After years of sitting on the sidelines, content creators have become part of mainstream political media this year, bringing election news, analysis and political commentary to online fans while avoiding the traditional press.

Eighty-one-year-old Joe Biden serenaded the camera the deliciously edgy TikTok singer Harry Daniels. Bernie Sanders lashed out at Kamala Harris in a Twitch stream he hosted anime catboy VTuber. Donald Trump collaborated with creative brothers Jake and Logan Paul. Instead of devoting time to traditional sit-down interviews with the mainstream press, Harris and Trump relied on creatives to amplify voices and spread campaign messages.

“There’s no point in talking to The New York Times or The Washington Post about my colleagues in the mainstream media in the general election because they (the readers) are already with us,” said campaign manager for Harris, Rep. Rob Flaherty. told Semafor in December.

It became an influence A $250 billion industry. More than 70 percent of Americans between the ages of 18 and 29 say they follow an influencer on social media. A Pew Research survey found last year. A more recent survey, published in Novemberfound that one in five US adults get their news from news influencers. This shift in media consumption has been met with record spending on creative partnerships. US priorities allocate at least $1 million for influencer marketing. Harris campaign paid at least 2.5 million dollars to management agencies that commission creatives for political advertising campaigns.
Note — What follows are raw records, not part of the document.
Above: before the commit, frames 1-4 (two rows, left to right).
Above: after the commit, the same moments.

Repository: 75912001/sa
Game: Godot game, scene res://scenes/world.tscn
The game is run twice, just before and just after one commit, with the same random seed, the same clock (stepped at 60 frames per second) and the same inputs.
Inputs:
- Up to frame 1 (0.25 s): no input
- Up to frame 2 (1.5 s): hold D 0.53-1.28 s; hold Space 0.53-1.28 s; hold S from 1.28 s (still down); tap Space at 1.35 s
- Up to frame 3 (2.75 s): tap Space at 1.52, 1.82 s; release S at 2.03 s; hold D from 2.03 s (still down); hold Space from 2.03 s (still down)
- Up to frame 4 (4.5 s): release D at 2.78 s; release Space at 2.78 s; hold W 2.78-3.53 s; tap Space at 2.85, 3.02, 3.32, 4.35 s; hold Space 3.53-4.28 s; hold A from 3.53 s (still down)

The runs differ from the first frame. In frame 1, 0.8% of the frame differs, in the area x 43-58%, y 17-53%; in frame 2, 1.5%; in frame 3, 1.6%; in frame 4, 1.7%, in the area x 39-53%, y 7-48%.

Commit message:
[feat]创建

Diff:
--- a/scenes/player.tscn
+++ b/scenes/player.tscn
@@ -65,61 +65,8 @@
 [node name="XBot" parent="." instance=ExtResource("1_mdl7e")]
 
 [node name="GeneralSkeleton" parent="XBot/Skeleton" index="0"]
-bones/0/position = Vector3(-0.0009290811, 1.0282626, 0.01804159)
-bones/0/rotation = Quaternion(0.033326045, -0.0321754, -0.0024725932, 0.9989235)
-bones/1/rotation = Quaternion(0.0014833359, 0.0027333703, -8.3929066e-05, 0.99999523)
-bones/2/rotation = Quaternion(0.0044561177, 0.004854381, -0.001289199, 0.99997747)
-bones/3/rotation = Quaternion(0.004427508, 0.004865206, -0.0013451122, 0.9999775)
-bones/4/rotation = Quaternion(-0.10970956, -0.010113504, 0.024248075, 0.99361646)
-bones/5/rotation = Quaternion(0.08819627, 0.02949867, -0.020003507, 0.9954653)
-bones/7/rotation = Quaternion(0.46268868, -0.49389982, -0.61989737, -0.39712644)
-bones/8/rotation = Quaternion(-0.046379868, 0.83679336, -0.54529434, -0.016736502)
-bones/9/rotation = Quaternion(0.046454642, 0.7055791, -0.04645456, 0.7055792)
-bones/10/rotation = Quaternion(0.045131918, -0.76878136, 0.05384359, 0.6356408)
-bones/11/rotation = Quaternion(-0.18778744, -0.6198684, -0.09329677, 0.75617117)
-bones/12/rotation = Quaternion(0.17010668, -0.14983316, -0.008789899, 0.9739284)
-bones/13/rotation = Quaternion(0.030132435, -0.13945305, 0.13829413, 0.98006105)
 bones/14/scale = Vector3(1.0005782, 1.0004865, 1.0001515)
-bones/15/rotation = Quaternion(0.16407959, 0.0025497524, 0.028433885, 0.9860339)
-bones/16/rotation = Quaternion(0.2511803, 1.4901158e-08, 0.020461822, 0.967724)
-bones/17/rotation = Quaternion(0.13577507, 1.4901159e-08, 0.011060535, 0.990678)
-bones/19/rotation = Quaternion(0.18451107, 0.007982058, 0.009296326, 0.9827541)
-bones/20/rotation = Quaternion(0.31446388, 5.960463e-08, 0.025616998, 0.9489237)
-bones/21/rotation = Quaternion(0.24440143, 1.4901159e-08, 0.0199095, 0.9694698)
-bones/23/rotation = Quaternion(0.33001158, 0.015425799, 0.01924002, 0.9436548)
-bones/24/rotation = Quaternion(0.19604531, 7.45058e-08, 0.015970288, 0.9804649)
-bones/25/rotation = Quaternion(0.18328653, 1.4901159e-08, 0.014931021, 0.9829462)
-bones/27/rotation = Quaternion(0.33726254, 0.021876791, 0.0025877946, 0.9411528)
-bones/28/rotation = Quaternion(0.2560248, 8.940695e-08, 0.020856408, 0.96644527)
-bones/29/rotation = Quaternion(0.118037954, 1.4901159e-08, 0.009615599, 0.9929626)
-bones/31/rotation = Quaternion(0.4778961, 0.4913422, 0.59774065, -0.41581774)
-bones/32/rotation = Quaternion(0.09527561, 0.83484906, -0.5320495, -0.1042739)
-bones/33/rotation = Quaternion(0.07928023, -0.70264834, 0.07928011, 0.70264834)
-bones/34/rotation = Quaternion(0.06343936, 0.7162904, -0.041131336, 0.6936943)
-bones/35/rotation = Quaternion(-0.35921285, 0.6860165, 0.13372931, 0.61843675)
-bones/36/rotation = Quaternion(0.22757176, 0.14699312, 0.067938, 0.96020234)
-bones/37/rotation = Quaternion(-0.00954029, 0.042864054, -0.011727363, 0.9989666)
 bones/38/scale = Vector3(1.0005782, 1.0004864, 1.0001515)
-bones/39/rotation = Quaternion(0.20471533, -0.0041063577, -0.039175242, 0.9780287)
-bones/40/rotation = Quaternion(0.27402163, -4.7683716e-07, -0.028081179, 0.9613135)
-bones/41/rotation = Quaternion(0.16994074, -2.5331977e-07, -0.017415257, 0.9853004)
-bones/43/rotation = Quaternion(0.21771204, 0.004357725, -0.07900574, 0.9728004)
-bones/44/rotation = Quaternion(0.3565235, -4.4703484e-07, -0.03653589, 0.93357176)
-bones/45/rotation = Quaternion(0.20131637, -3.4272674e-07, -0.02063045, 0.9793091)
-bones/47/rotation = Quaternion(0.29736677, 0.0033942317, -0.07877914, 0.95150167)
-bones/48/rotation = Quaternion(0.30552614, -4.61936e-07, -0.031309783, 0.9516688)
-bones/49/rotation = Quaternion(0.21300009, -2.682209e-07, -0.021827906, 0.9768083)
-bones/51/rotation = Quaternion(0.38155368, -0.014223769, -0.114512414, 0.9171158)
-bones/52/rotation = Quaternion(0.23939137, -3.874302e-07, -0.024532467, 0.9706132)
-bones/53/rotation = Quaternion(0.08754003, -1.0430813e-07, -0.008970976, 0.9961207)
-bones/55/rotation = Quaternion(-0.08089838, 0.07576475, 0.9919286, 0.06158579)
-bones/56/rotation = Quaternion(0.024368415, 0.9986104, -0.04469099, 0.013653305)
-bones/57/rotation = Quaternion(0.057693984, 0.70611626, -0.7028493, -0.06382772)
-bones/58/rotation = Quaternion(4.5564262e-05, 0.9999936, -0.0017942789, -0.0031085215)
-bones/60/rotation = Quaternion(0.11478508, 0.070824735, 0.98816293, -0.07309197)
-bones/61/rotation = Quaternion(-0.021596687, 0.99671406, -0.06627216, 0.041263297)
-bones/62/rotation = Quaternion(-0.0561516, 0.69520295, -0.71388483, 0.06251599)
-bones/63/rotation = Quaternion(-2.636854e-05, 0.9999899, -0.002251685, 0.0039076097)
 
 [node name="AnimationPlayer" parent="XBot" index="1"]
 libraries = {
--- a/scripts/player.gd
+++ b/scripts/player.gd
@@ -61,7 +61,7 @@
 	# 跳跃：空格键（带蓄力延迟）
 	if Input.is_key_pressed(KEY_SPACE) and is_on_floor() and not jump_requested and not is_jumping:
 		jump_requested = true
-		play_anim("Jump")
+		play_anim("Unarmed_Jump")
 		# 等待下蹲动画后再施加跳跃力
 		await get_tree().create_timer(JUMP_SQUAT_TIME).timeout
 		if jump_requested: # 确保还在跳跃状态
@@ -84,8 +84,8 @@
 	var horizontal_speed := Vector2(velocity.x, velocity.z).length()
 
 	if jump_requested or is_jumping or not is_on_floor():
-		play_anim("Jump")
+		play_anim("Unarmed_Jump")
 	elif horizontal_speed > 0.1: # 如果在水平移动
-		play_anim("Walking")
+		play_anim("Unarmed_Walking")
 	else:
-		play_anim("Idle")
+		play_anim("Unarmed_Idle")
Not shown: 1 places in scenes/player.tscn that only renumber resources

Creators were everywhere this election — Republican and Democratic conventions, fundraisers, rallies, and even parties at Mar-a-Lago. But the foundations for this creator’s takeover of political messaging were laid nearly a decade ago. In 2016, Trump showed how social media platforms like Twitter can influence voters. Former New York City Mayor Michael Bloomberg during the 2020 election spent more than 300 million dollars on the presidential campaign and the Biden administration, which employs influencers and meme pages as paid digital surrogates regularly invited creators to the White House for briefings.

Embracing creators, politicians have begun to erase the boundaries between talking heads and journalists. Unlike journalists, newsmakers often ignore editorial standards and substantial fact-checking — one of the more high-profile defamation lawsuits — but for now, it makes the difference. Many creatives work in the same way that journalists do – absorbing news, translating it and delivering it to an audience online. But in the online political ecosystem, many of them act more like fans than objective observers. Some are clearly party activists. Again, they are often provided with similar access to what traditional press buys.